A Gentle Introduction to Mini-Batch Gradient Descent and How to Configure Batch Size
Photo by Brian Smithson, some rights reserved.

Tutorial Overview

This tutorial is divided into 3 parts; they are:

  1. What is Gradient Descent?
  2. Contrasting the 3 Types of Gradient Descent
  3. How to Configure Mini-Batch Gradient Descent

What is Gradient Descent?

Gradient descent is an optimization algorithm often used for finding the weights or coefficients of machine learning algorithms, such as artificial neural networks and logistic regression.

It works by having the model make predictions on training data and using the error on the predictions to update the model in such a way as to reduce the error.

The goal of the algorithm is to find model parameters (e.g. coefficients or weights) that minimize the error of the model on the training dataset. It does this by making changes to the model that move it along a gradient or slope of errors down toward a minimum error value. This gives the algorithm its name of “gradient descent.”

The pseudocode sketch below summarizes the gradient descent algorithm:

For more information see the posts:

Contrasting the 3 Types of Gradient Descent

Gradient descent can vary in terms of the number of training patterns used to calculate error; that is in turn used to update the model.

The number of patterns used to calculate the error includes how stable the gradient is that is used to update the model.
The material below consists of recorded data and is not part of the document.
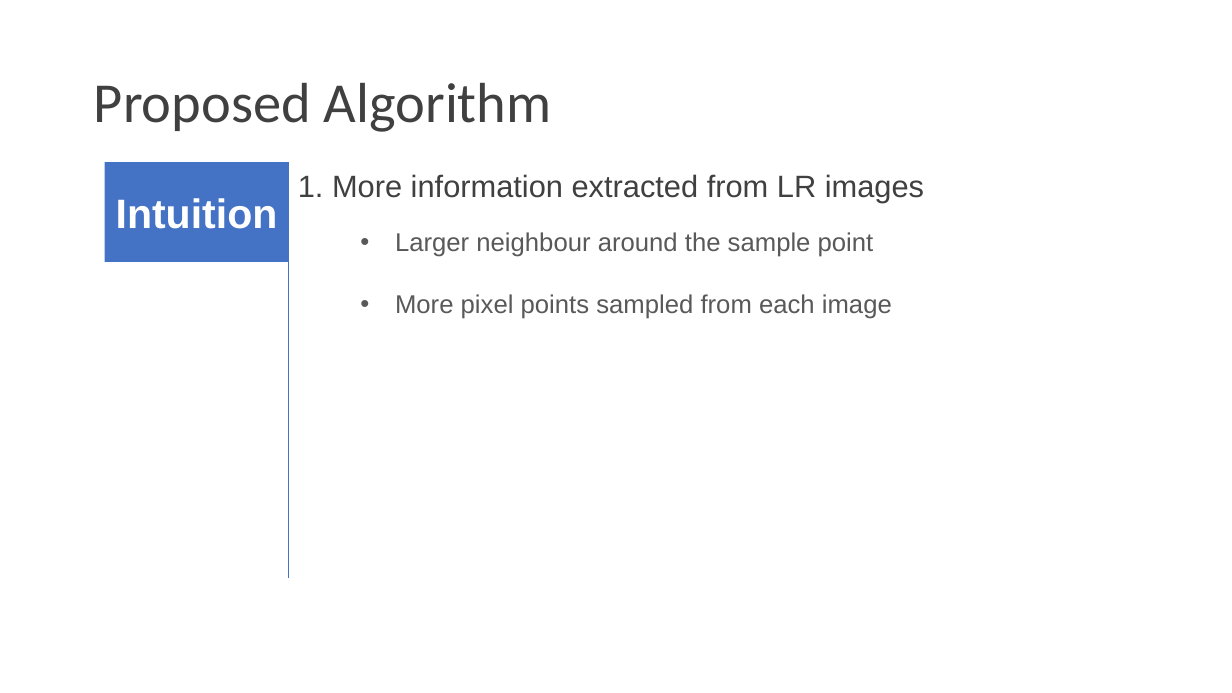
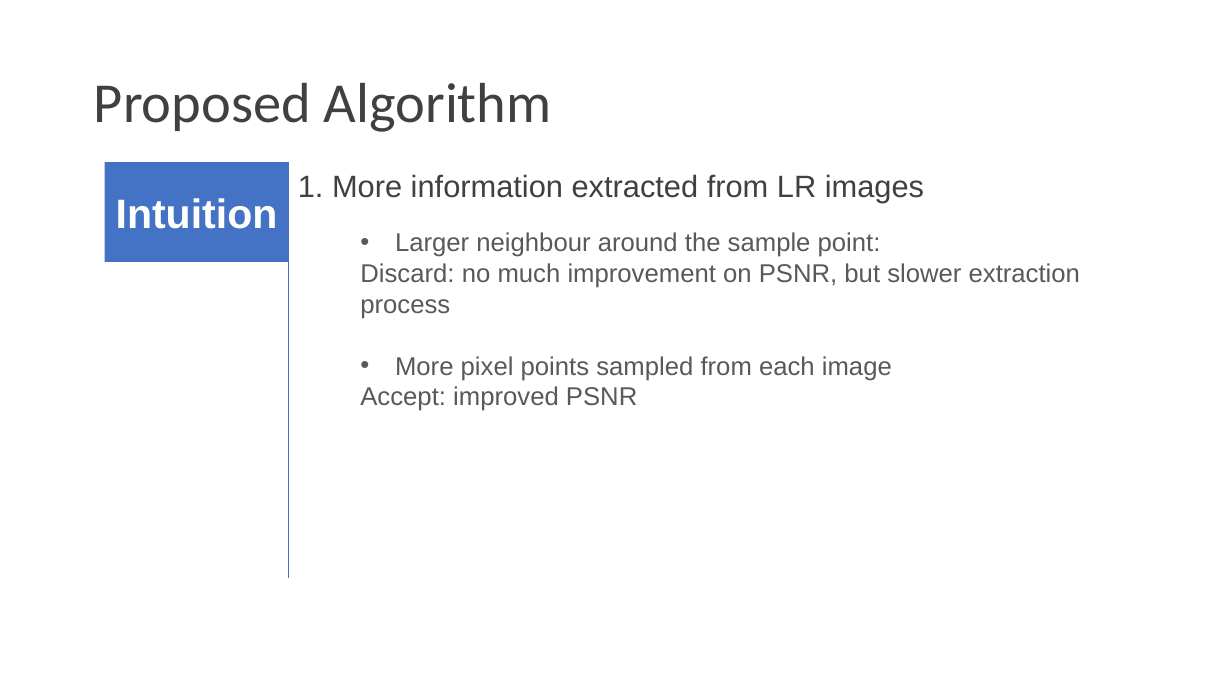
Before and after one commit to TZstatsADS/Fall2018-Proj3-Sec2-grp9, a slide deck: slide 3 of doc/Group9Pre.pptx. Drawn at 1232x693 pixels with LibreOffice and Linux fonts; fonts in the diff are those of the drawing. Boxes give left, top, right and bottom in pixels: in the first picture for what was removed or moved away, otherwise in the second. Text is boxed around its words. In the diff, an @@ line names an element or a change of style, - is before the commit and + after.

```diff
--- a/doc/Group9Pre.pptx
+++ b/doc/Group9Pre.pptx
@@ text at (360, 232, 1080, 319): text changed @@
-• Larger neighbour around the sample point
+• Larger neighbour around the sample point:
+Discard: no much improvement on PSNR, but slower extraction process
@@ text at (360, 386, 637, 411): paragraph added @@
+Accept: improved PSNR
```
Also in this commit, not shown: 3 other slides changed, 1 slide removed.

We will see that there is a tension in gradient descent configurations of computational efficiency and the fidelity of the error gradient.

The three main flavors of gradient descent are batch, stochastic, and mini-batch.

Let’s take a closer look at each.

What is Stochastic Gradient Descent?

Stochastic gradient descent, often abbreviated SGD, is a variation of the gradient descent algorithm that calculates the error and updates the model for each example in the training dataset.

The update of the model for each training example means that stochastic gradient descent is often called an online machine learning algorithm.

Upsides

  • The frequent updates immediately give an insight into the performance of the model and the rate of improvement.
  • This variant of gradient descent may be the simplest to understand and implement, especially for beginners.
  • The increased model update frequency can result in faster learning on some problems.
  • The noisy update process can allow the model to avoid local minima (e.g. premature convergence).

Downsides

  • Updating the model so frequently is more computationally expensive than other configurations of gradient descent, taking significantly longer to train models on large datasets.
  • The frequent updates can result in a noisy gradient signal, which may cause the model parameters and in turn the model error to jump around (have a higher variance over training epochs).
  • The noisy learning process down the error gradient can also make it hard for the algorithm to settle on an error minimum for the model.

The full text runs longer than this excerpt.